Because of our error in affirming the jury instructions which improperly limited claimant's proof of pretext, the Supreme Court vacated that portion of our judgment and remanded the case to this court for further proceedings on the failure-to-promote claim. Id. at 189.

As that claim now stood upon remand to this court, it had acquired a different dimension from that so far litigated. Whereas the "nature of the change" between the position held by the claimant and that to which she was denied "promotion" had not earlier been in issue, now it was a critical threshold element of the reopened claim.

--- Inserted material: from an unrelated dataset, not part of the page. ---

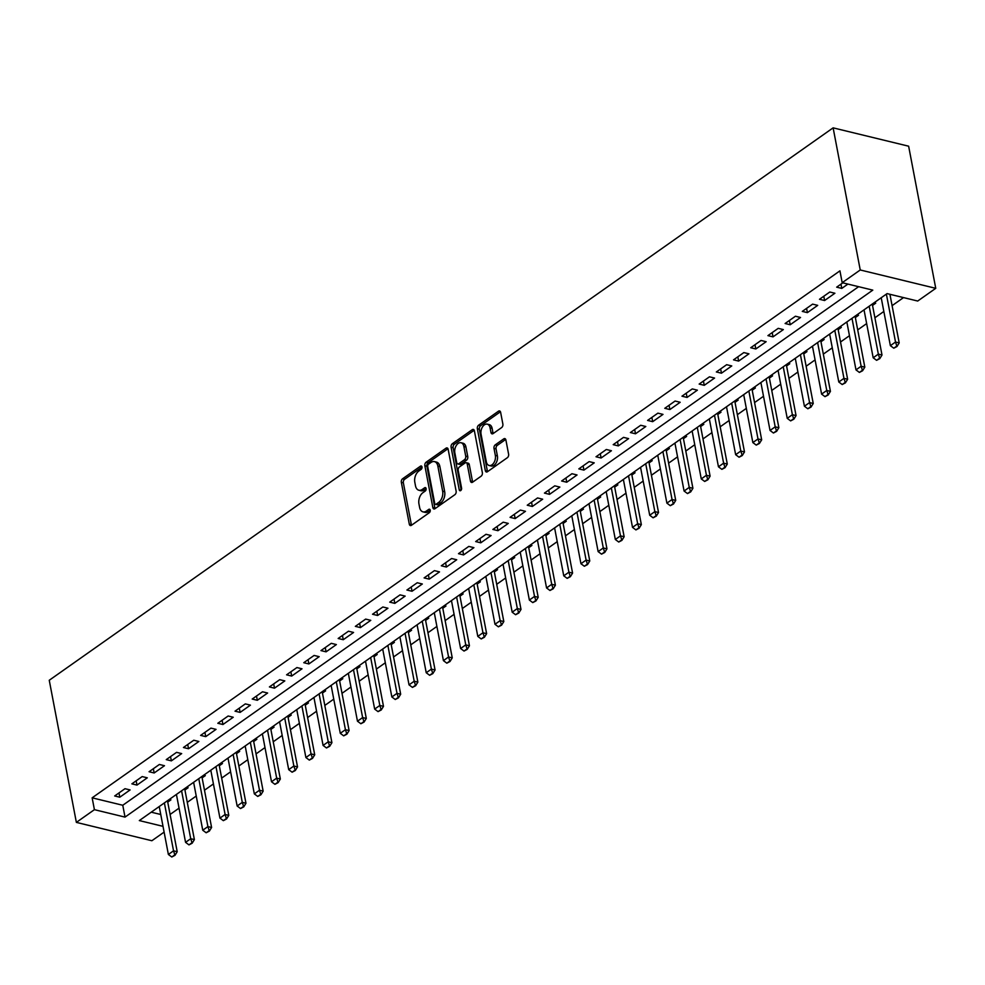 <?xml version="1.0" encoding="UTF-8"?>
<svg xmlns="http://www.w3.org/2000/svg" width="985" height="985" viewBox="0 0 985 985"><rect width="100%" height="100%" fill="white"/><g stroke="black" fill="none" stroke-linecap="round" stroke-linejoin="round"><path stroke-width="1.48" d="M421.986 466.952A1.859 1.17 -76.3 0 0 421.248 465.979A1.859 1.17 -76.3 0 0 420.496 466.164L402.569 478.796A2.659 1.675 -76.3 0 0 401.326 482.305L409.304 524.155A2.659 1.675 -76.3 0 0 410.363 525.547A2.659 1.675 -76.3 0 0 411.435 525.3L429.362 512.656A1.859 1.17 -76.3 0 0 430.236 510.205A1.859 1.17 -76.3 0 0 429.497 509.233A1.859 1.17 -76.3 0 0 428.746 509.405L426.419 511.043A8.496 5.356 -76.3 0 1 422.996 511.855A8.496 5.356 -76.3 0 1 419.61 507.41L418.945 503.914A8.496 5.356 -76.3 0 1 422.922 492.672L425.237 491.035A1.859 1.17 -76.3 0 0 426.111 488.572A1.859 1.17 -76.3 0 0 425.372 487.6A1.859 1.17 -76.3 0 0 424.621 487.784L422.294 489.422A8.496 5.356 -76.3 0 1 418.871 490.235A8.496 5.356 -76.3 0 1 415.485 485.777L414.82 482.293A8.496 5.356 -76.3 0 1 418.797 471.052L421.112 469.414A1.859 1.17 -76.3 0 0 421.986 466.952M501.624 427.588A2.659 1.675 -76.3 0 0 502.867 424.067L500.626 412.333A2.659 1.675 -76.3 0 0 499.567 410.942A2.659 1.675 -76.3 0 0 498.496 411.188L478.587 425.224A2.659 1.675 -76.3 0 0 477.343 428.734L485.322 470.596A2.659 1.675 -76.3 0 0 486.381 471.987A2.659 1.675 -76.3 0 0 487.452 471.729L507.361 457.693A2.659 1.675 -76.3 0 0 508.605 454.183L505.896 440A2.659 1.675 -76.3 0 0 504.837 438.608A2.659 1.675 -76.3 0 0 503.766 438.867L495.246 444.863A2.659 1.675 -76.3 0 0 494.002 448.384L495.344 455.415A7.104 4.482 -76.3 0 1 493.941 462.679A7.104 4.482 -76.3 0 1 489.151 465.499A7.104 4.482 -76.3 0 1 486.319 461.78L481.062 434.225A7.104 4.482 -76.3 0 1 482.465 426.961A7.104 4.482 -76.3 0 1 487.255 424.141A7.104 4.482 -76.3 0 1 490.087 427.859L490.961 432.452A2.659 1.675 -76.3 0 0 492.032 433.843A2.659 1.675 -76.3 0 0 493.103 433.585L501.624 427.588M842.187 282.695L860.237 269.976L833.125 127.853L49.25 680.266L76.362 822.389L94.412 809.67L125.021 817.107L872.796 290.132L842.187 282.695L839.934 270.85L92.147 797.825L94.412 809.67M448.15 449.308A2.659 1.675 -76.3 0 0 447.091 447.916A2.659 1.675 -76.3 0 0 446.02 448.175L426.111 462.211A2.659 1.675 -76.3 0 0 424.855 465.72L432.846 507.57A2.659 1.675 -76.3 0 0 433.905 508.962A2.659 1.675 -76.3 0 0 434.976 508.703L454.885 494.679A2.659 1.675 -76.3 0 0 456.129 491.158L448.15 449.308M452.349 443.718L472.258 429.682A2.659 1.675 -76.3 0 1 473.329 429.423A2.659 1.675 -76.3 0 1 474.388 430.827L482.367 472.677A2.659 1.675 -76.3 0 1 481.123 476.186L472.603 482.194A2.659 1.675 -76.3 0 1 471.532 482.453A2.659 1.675 -76.3 0 1 470.473 481.049L467.235 464.083A2.659 1.675 -76.3 0 0 466.176 462.691A2.659 1.675 -76.3 0 0 465.105 462.95L459.453 466.927A2.659 1.675 -76.3 0 0 458.21 470.448L461.583 488.117A1.859 1.17 -76.3 0 1 461.214 490.013A1.859 1.17 -76.3 0 1 459.958 490.752A1.859 1.17 -76.3 0 1 459.219 489.779L451.093 447.227A2.659 1.675 -76.3 0 1 452.349 443.718L454.38 444.21L474.204 430.248M872.538 305.412L875.714 303.171L874.077 302.777M855.349 317.527L858.526 315.286L856.888 314.88M838.161 329.643L841.338 327.402L839.7 326.995M820.973 341.758L824.149 339.517L822.512 339.111M803.785 353.874L806.961 351.633L805.324 351.226M786.584 365.977L789.773 363.736L788.123 363.342M769.396 378.092L772.572 375.851L770.935 375.457M752.208 390.208L755.384 387.967L753.747 387.573M735.019 402.323L738.196 400.082L736.558 399.688M717.831 414.439L721.008 412.198L719.37 411.804M700.643 426.554L703.819 424.313L702.182 423.919M683.442 438.67L686.631 436.429L684.981 436.035M666.254 450.785L669.431 448.544L667.793 448.138M649.066 462.901L652.242 460.66L650.605 460.254M631.878 475.016L635.054 472.775L633.417 472.369M614.689 487.119L617.866 484.879L616.228 484.485M597.501 499.235L600.678 496.994L599.04 496.6M580.3 511.35L583.489 509.11L581.839 508.716M563.112 523.466L566.289 521.225L564.651 520.831M545.924 535.581L549.101 533.341L547.463 532.947M528.736 547.697L531.912 545.456L530.275 545.062M511.547 559.812L514.724 557.572L513.087 557.178M494.359 571.928L497.536 569.687L495.898 569.281M477.159 584.043L480.348 581.803L478.698 581.396M459.97 596.159L463.147 593.918L461.509 593.512M442.782 608.262L445.959 606.021L444.321 605.627M425.594 620.378L428.77 618.137L427.133 617.743M408.406 632.493L411.582 630.252L409.945 629.858M391.217 644.609L394.394 642.368L392.756 641.974M374.017 656.724L377.206 654.483L375.556 654.089M356.829 668.84L360.005 666.599L358.368 666.205M339.64 680.955L342.817 678.714L341.179 678.32M322.452 693.071L325.629 690.83L323.991 690.423M305.264 705.186L308.44 702.945L306.803 702.539M288.076 717.302L291.252 715.061L289.615 714.654M270.875 729.405L274.064 727.176L272.414 726.77M253.687 741.52L256.863 739.279L255.226 738.885M236.499 753.636L239.675 751.395L238.038 751.001M219.31 765.751L222.487 763.51L220.849 763.116M202.122 777.867L205.299 775.626L203.661 775.232M184.934 789.982L188.11 787.741L186.473 787.347M124.996 788.702L114.679 795.966L119.788 797.21L130.094 789.933L124.996 788.702M142.185 776.586L131.879 783.851L136.977 785.094L147.294 777.818L142.185 776.586M159.373 764.471L149.067 771.735L154.165 772.979L164.483 765.714L159.373 764.471M176.574 752.355L166.256 759.62L171.353 760.863L181.671 753.599L176.574 752.355M193.762 740.24L183.444 747.504L188.541 748.748L198.859 741.483L193.762 740.24M210.95 728.124L200.632 735.389L205.742 736.632L216.047 729.368L210.95 728.124M228.138 716.009L217.82 723.286L222.93 724.517L233.236 717.252L228.138 716.009M245.327 703.893L235.021 711.17L240.118 712.401L250.436 705.137L245.327 703.893M262.515 691.778L252.209 699.054L257.307 700.286L267.625 693.021L262.515 691.778M279.715 679.675L269.397 686.939L274.495 688.183L284.813 680.906L279.715 679.675M296.904 667.559L286.586 674.824L291.683 676.067L302.001 668.79L296.904 667.559M314.092 655.444L303.774 662.708L308.884 663.952L319.189 656.675L314.092 655.444M331.28 643.328L320.962 650.592L326.072 651.836L336.377 644.572L331.28 643.328M348.468 631.213L338.163 638.477L343.26 639.721L353.578 632.456L348.468 631.213M365.657 619.097L355.351 626.361L360.448 627.605L370.766 620.341L365.657 619.097M382.857 606.982L372.539 614.246L377.637 615.49L387.955 608.225L382.857 606.982M400.045 594.866L389.728 602.143L394.825 603.374L405.143 596.11L400.045 594.866M417.234 582.751L406.916 590.027L412.025 591.259L422.331 583.994L417.234 582.751M434.422 570.635L424.104 577.912L429.214 579.143L439.519 571.879L434.422 570.635M451.61 558.52L441.305 565.796L446.402 567.04L456.72 559.763L451.61 558.52M468.798 546.416L458.493 553.681L463.59 554.924L473.908 547.648L468.798 546.416M485.999 534.301L475.681 541.565L480.779 542.809L491.096 535.532L485.999 534.301M503.187 522.185L492.869 529.45L497.967 530.693L508.285 523.417L503.187 522.185M520.375 510.07L510.058 517.334L515.167 518.578L525.473 511.313L520.375 510.07M537.564 497.954L527.246 505.219L532.356 506.462L542.661 499.198L537.564 497.954M554.752 485.839L544.446 493.103L549.544 494.347L559.862 487.083L554.752 485.839M571.94 473.723L561.635 481L566.732 482.231L577.05 474.967L571.94 473.723M589.141 461.608L578.823 468.885L583.92 470.116L594.238 462.851L589.141 461.608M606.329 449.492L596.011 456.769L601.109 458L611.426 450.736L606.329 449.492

Because the reopened claim had effectively become a new one, legally and factually, we remanded it for first instance consideration by the district court. Our assumption was that it should there be considered as if newly pleaded, and should be resolved through the normal processes of adversarial development starting from that point. We sought to indicate this in a mandate which provided that the claim

should be considered an open one to be resolved ... on the pleadings, or on motion for summary judgment, or by trial, as the course of further proceedings may warrant.

887 F.2d at 485.

This mandate apparently was not sufficiently clear, for the able and experienced district judge to whom the case was assigned obviously did not understand it as we intended it. Without awaiting any defensive action by the employer-defendant or any request for re-pleading or discovery by either party, the court, without notice or hearing, entered an order on its own motion dismissing the claim. Applying the Supreme Court's new test for the cognizability of promotion-denial claims under Sec. 1981 to the evidence of record from the original trial, the court, as if on motion for directed verdict on that evidence of record, found the evidence insufficient to establish the requisites of a "new contract" or a sufficiently "new and distinct relationship between the employee and the employer" to support the claim.